Abdellah Taïa signe un roman hybride, à la fois récit intime et méditation engagée et militante. Loin de l’exil confortable, son narrateur, Youssef, revient dans sa ville natale de Salé après vingt-cinq ans de vie en France, confrontant son passé intime à une société toujours marquée par l’homophobie et le poids des traditions et d’interdits.
Youssef, enseignant et écrivain, revient au Maroc pour la succession de sa mère. La ville familière, ses ruelles et ses remparts — le « bastion » — l’accueillent avec leur lot de souvenirs et de blessures. En renouant avec ses six sœurs et son premier amour, Najib, désormais impliqué dans la corruption ambiante, il doit affronter les stigmates de son homosexualité et la violence silencieuse.

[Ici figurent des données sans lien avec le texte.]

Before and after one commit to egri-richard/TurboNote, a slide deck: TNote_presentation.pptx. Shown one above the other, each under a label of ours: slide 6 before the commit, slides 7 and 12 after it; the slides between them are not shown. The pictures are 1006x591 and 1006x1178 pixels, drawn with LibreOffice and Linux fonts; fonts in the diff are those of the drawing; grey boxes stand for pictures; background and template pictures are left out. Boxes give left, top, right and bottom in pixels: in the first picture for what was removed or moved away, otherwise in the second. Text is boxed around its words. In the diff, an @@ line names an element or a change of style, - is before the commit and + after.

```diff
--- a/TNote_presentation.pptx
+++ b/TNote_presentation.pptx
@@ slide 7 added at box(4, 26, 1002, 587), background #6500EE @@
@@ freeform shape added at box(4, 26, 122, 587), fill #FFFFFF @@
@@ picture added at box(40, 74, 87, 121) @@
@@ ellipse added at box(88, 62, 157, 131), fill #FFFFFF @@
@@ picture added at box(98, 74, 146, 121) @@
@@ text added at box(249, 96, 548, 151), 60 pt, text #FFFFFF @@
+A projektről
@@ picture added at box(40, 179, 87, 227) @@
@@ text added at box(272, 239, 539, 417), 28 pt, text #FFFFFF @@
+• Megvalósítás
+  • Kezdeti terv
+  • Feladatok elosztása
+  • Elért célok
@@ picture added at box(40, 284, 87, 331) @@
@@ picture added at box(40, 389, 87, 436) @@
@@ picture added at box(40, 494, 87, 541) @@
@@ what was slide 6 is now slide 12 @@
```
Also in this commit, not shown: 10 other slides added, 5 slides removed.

Avec une plume poétique, l’auteur manie le français avec une intensité rare, mêlant lyrisme et colère pour décrire l’intime et le collectif. Les six sœurs de Youssef incarnent la résistance et la tendresse, offrant un contrepoint chaleureux aux tensions sociales.
Le roman dénonce sans concession l’homophobie, la corruption et les violences de genre, tout en conservant un profond amour pour son pays.

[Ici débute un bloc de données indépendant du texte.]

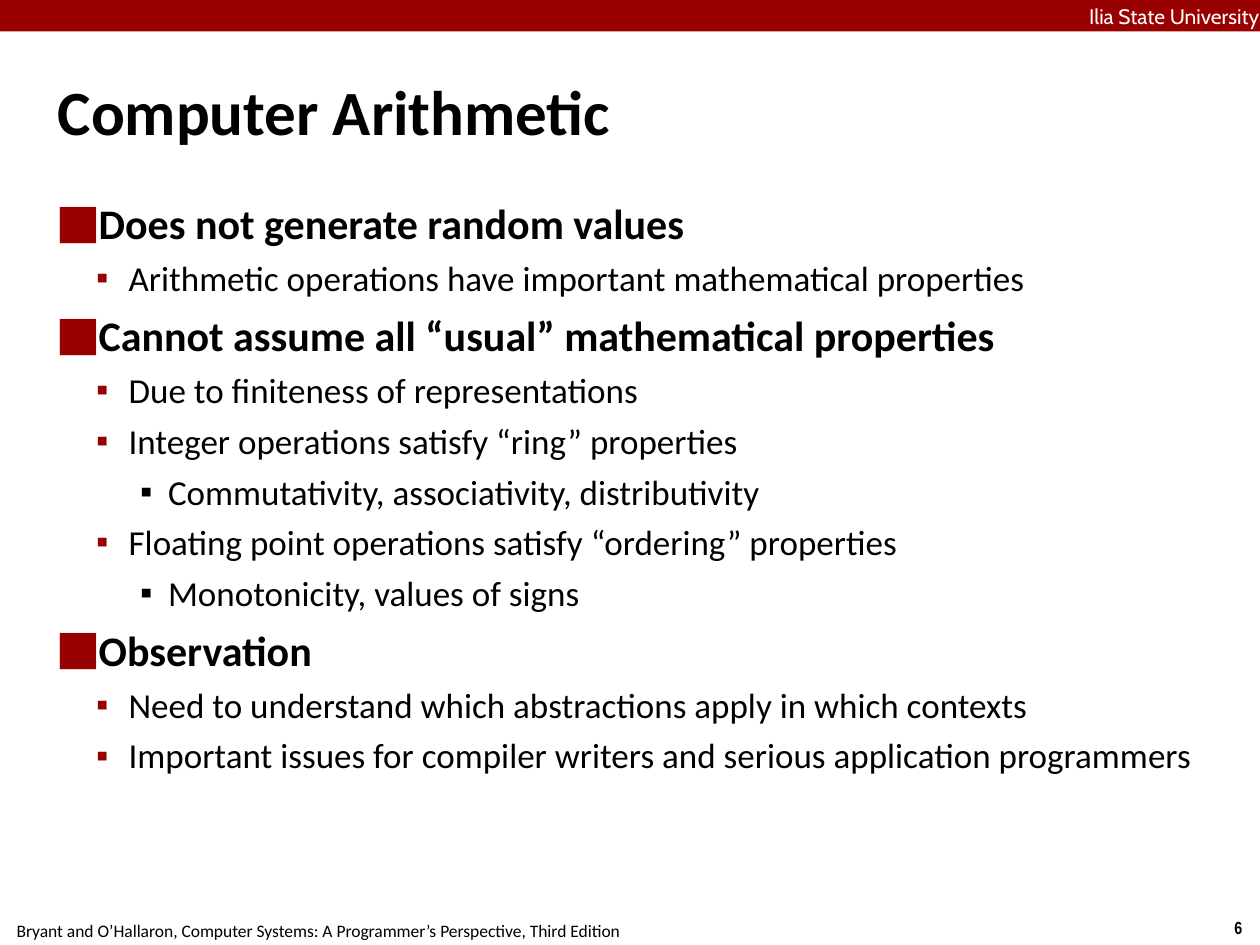
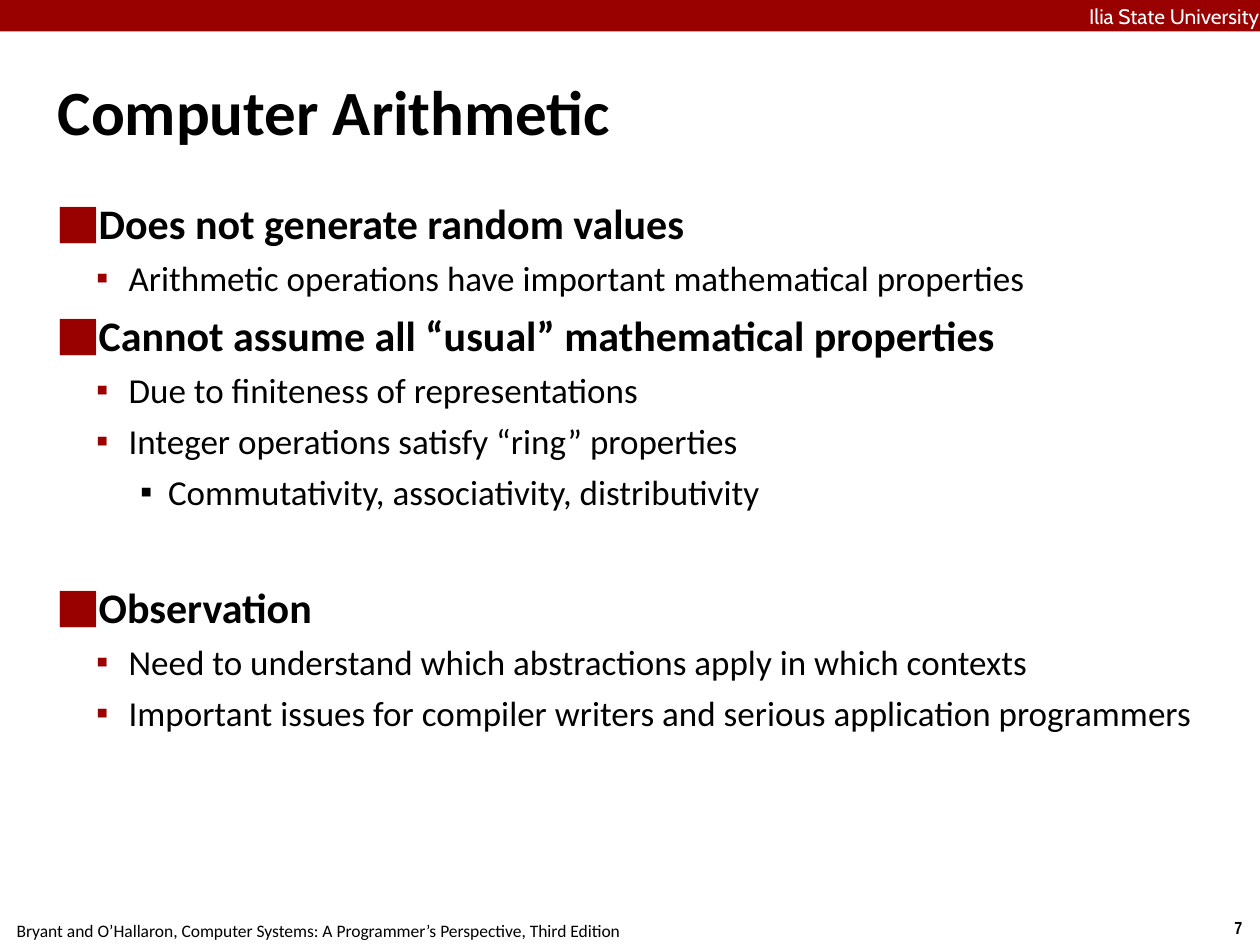
Before and after one commit to abstraction-builder/Fall2022, a slide deck: slide 7 of weekly-material/Week1/Lec1/01-overview.pptx (slide 6 before the commit). Drawn at 1260x945 pixels with LibreOffice and Linux fonts; fonts in the diff are those of the drawing. Boxes give left, top, right and bottom in pixels: in the first picture for what was removed or moved away, otherwise in the second. Text is boxed around its words. In the diff, an @@ line names an element or a change of style, - is before the commit and + after.

```diff
--- a/weekly-material/Week1/Lec1/01-overview.pptx
+++ b/weekly-material/Week1/Lec1/01-overview.pptx
@@ text at box(129, 530, 896, 612): paragraphs removed @@
-  ▪ Floating point operations satisfy “ordering” properties
-    ▪ Monotonicity, values of signs
@@ page number at box(1234, 922, 1242, 934): text changed @@
-6
+7
```
Also in this commit, not shown: 1 other slide changed, 1 slide added.

Je me suis parfois perdue dans cette alternance entre le présent et les souvenirs, les multiples voix et les digressions politiques sont très intéressantes, mais gênent parfois la fluidité du récit.

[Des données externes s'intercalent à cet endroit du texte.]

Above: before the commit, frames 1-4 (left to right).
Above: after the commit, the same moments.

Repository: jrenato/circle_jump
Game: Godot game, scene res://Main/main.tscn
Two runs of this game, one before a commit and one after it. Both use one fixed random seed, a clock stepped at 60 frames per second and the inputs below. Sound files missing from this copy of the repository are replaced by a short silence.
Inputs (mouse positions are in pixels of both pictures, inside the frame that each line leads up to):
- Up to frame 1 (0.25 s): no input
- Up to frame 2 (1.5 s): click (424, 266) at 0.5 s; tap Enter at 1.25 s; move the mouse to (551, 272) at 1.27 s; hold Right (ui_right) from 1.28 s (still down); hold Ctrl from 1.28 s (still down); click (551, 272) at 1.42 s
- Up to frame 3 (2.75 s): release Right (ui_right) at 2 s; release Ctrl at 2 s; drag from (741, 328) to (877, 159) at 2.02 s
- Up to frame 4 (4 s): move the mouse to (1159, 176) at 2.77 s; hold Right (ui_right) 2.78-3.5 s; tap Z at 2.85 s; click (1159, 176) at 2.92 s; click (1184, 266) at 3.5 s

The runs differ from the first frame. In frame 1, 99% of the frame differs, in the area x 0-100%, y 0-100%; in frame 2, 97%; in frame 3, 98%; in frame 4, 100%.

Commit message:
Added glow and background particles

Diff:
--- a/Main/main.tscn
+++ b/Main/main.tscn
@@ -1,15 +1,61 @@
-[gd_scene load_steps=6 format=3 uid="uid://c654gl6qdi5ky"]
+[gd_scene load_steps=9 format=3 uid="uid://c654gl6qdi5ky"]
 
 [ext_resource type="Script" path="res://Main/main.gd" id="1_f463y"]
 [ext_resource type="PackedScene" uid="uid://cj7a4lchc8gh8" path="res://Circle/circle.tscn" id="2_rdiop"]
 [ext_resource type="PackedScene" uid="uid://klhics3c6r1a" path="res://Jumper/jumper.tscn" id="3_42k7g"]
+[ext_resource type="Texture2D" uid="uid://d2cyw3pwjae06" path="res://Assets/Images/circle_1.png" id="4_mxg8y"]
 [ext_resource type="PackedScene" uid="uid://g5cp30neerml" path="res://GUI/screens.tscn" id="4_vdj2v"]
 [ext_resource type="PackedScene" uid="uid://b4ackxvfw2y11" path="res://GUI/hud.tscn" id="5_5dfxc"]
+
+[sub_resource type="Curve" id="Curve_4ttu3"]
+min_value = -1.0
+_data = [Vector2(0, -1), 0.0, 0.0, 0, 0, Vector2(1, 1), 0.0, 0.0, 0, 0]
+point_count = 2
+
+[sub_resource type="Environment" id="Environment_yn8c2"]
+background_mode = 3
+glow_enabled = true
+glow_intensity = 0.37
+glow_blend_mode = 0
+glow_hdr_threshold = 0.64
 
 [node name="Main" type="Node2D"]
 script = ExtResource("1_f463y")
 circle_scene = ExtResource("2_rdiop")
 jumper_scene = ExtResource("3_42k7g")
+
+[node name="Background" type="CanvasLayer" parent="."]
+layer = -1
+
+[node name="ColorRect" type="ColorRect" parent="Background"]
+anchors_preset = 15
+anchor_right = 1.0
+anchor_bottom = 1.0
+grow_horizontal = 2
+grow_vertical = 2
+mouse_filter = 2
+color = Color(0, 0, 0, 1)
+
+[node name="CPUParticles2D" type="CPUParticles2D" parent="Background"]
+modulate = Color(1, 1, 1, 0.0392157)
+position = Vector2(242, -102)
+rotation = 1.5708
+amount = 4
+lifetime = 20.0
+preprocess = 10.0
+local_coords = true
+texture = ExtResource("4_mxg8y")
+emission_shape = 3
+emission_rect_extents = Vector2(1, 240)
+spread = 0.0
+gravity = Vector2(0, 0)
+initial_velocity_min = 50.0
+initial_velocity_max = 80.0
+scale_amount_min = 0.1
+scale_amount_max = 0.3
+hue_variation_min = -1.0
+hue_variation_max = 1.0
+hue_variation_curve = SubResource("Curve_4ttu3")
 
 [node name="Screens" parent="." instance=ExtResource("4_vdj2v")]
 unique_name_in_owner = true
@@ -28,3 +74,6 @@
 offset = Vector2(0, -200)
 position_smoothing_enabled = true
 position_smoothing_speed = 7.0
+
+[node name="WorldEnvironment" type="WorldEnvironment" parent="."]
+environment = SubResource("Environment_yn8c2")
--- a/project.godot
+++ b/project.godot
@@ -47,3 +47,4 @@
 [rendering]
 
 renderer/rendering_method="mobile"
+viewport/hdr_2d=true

Youssef, en narrateur double de l’auteur, garde une certaine distance affective, ne permettant pas au lecteur de pleinement avoir de l’empathie pour le personnage.
Pour autant, j’ai été touchée par la force de ces confessions mêlées à un plaidoyer social. La voix d’Abdellah Taïa, à la fois vulnérable et combative, fait de Le Bastion des larmes un portrait à vif d’un Maroc en mutation. Les passages où les personnages féminins se font écho sont particulièrement marquants, insufflant chaleur et résistance à l’ensemble.
Abdellah Taïa conjugue mémoire personnelle et engagement. Un ouvrage exigeant et sincère, qui bouscule et émeut, invitant chacun à revisiter ses propres convictions.